From Vince Bugliosi's book.....
"British tabloid journalist Comer Clark...in an October 1967 edition of the National Enquirer...wrote that on July 15, 1967, he had an exclusive interview with [Fidel] Castro late one night in a Havana pizzeria. He quotes Castro as saying, "Lee Oswald came to the Cuban Embassy in Mexico City twice. The first time, I was told, he wanted to work for us. He was asked to explain, but he wouldn't. He wouldn't go into details. The second time he said something like: 'Someone ought to shoot that President Kennedy.' Then Oswald said--and this was exactly how it was reported to me--'Maybe I'll try to do it.' This was less than two months before the U.S. President was assassinated...Yes, I heard of Lee Harvey Oswald's plan to kill President Kennedy. It's possible I could have saved him. I might have been able to, but I didn't. I never believed the plan would be put into effect."

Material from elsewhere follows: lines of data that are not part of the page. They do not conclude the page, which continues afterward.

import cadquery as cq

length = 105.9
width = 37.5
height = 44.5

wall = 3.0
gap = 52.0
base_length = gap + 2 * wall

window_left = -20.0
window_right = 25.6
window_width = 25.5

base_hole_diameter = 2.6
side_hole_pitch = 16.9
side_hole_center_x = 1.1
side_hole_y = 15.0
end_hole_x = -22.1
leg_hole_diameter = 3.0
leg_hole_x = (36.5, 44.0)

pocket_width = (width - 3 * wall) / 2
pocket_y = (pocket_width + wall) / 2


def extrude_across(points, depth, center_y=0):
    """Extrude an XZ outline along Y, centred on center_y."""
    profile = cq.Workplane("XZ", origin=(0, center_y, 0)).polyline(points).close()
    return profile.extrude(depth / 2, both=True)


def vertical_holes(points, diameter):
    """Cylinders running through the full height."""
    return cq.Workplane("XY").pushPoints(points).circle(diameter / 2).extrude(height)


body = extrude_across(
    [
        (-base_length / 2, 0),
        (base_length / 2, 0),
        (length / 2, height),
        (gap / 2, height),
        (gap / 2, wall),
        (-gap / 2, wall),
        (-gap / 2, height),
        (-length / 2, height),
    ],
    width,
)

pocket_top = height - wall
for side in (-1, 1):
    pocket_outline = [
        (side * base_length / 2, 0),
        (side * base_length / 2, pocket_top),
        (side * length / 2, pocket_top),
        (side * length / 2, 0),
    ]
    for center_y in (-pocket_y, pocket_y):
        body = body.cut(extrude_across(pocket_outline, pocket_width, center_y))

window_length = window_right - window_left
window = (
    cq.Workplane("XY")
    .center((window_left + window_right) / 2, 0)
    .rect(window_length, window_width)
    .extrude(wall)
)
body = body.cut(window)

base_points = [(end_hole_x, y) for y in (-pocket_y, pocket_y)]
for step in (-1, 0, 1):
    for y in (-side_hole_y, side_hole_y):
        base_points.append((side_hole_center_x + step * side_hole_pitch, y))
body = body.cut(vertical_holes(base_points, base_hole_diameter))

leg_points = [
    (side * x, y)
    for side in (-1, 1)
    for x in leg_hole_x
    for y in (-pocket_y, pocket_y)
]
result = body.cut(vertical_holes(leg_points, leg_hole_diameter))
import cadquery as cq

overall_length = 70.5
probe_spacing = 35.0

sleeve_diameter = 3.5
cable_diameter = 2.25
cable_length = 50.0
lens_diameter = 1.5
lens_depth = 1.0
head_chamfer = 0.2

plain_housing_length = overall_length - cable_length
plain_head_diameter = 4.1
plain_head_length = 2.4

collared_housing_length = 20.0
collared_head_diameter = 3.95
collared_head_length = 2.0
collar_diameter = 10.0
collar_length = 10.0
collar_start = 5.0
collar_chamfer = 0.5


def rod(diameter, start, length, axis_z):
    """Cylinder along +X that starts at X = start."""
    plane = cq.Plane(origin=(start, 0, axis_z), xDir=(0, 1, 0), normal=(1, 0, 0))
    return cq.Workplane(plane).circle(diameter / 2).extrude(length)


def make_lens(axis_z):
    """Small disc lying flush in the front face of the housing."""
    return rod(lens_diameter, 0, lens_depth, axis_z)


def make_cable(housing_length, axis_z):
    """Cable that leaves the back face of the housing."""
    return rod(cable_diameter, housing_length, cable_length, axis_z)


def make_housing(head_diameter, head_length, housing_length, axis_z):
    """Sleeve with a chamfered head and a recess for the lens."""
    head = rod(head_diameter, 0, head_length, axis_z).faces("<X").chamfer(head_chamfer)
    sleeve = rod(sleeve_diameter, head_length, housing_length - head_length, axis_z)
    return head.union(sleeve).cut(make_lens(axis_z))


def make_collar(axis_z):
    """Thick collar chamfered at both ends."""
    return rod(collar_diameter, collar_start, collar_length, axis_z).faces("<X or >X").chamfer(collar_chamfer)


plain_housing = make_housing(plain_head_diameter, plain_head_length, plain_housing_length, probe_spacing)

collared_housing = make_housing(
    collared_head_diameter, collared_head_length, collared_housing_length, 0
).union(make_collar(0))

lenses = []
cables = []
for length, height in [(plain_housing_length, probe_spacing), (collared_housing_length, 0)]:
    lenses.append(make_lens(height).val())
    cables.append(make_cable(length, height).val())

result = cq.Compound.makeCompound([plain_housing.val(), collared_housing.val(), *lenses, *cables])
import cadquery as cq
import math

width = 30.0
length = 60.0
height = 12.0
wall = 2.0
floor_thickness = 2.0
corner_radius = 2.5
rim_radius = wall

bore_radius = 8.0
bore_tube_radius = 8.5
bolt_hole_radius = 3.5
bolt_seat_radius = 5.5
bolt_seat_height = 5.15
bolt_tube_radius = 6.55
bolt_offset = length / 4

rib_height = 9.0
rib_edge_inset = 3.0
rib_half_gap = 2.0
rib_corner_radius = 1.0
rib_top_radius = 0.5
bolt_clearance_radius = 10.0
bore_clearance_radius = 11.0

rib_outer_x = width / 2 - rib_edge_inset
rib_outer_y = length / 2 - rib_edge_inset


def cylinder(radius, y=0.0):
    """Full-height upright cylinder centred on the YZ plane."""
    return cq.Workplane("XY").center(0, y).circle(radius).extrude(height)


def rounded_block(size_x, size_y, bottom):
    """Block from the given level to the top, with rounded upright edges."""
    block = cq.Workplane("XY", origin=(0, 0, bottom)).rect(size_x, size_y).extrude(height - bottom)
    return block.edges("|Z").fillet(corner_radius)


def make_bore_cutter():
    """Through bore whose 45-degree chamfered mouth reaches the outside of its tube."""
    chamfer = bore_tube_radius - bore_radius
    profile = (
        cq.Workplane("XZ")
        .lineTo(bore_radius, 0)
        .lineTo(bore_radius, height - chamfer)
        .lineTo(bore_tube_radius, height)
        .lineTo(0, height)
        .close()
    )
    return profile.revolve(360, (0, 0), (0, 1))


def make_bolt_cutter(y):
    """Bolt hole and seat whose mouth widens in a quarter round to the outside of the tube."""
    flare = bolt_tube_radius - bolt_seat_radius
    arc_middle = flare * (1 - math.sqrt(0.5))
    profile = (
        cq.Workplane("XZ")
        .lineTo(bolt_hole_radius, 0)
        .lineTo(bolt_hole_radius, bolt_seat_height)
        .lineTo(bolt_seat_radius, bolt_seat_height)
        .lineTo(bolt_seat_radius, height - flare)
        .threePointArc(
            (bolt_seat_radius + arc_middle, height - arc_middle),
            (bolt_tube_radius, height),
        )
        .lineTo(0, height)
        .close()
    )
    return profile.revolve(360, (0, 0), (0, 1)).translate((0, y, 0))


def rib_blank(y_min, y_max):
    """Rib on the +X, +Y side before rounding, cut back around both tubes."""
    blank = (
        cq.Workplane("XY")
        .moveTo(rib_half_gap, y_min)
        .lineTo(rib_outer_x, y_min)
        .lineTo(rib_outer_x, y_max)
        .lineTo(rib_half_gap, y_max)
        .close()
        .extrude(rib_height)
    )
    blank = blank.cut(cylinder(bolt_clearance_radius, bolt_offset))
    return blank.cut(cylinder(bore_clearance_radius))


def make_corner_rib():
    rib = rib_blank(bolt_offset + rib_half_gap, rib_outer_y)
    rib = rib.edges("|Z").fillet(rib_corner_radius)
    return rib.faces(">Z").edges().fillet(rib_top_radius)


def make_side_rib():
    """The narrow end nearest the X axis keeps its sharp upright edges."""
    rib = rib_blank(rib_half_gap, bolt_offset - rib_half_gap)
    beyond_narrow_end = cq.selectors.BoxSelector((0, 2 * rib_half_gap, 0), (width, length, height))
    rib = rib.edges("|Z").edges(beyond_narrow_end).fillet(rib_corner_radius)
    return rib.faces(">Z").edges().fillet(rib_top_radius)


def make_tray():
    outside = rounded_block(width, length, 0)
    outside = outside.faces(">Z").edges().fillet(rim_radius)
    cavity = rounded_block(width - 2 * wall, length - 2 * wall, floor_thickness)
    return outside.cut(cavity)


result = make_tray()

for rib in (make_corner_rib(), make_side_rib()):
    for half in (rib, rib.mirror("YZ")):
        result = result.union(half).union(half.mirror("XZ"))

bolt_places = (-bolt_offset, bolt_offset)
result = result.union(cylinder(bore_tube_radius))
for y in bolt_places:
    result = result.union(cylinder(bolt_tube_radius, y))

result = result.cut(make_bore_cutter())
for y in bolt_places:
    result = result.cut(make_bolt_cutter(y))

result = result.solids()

The HSCA learned that Clark, who died in 1972, "wrote extensively for the sensationalist press in England. His articles include such items as 'British Girls as Nazi Sex Slaves' [and] 'I Was Hitler's Secret Love'."
When the HSCA asked Castro on April 3, 1978, about Clark's allegation, he responded in a blizzard of denunciatory words. Among them: "This is absurd. I didn't say that. It has been invented from the beginning until the end. It's a lie from head to toe. If this man [Oswald] would have done something like that, it would have been our moral duty to inform the United States."
Denying that he had ever met Clark or been interviewed by him, [Castro] said, "How could [this man] interview me in a pizzeria? I never go to public restaurants...I would never have given a journalist an interview in a pizzeria...What is the job of that journalist? What is he engaged in? ... You should...find [out] who he is and why he wrote it." "
-- Vincent Bugliosi; Page 1285 of "Reclaiming History"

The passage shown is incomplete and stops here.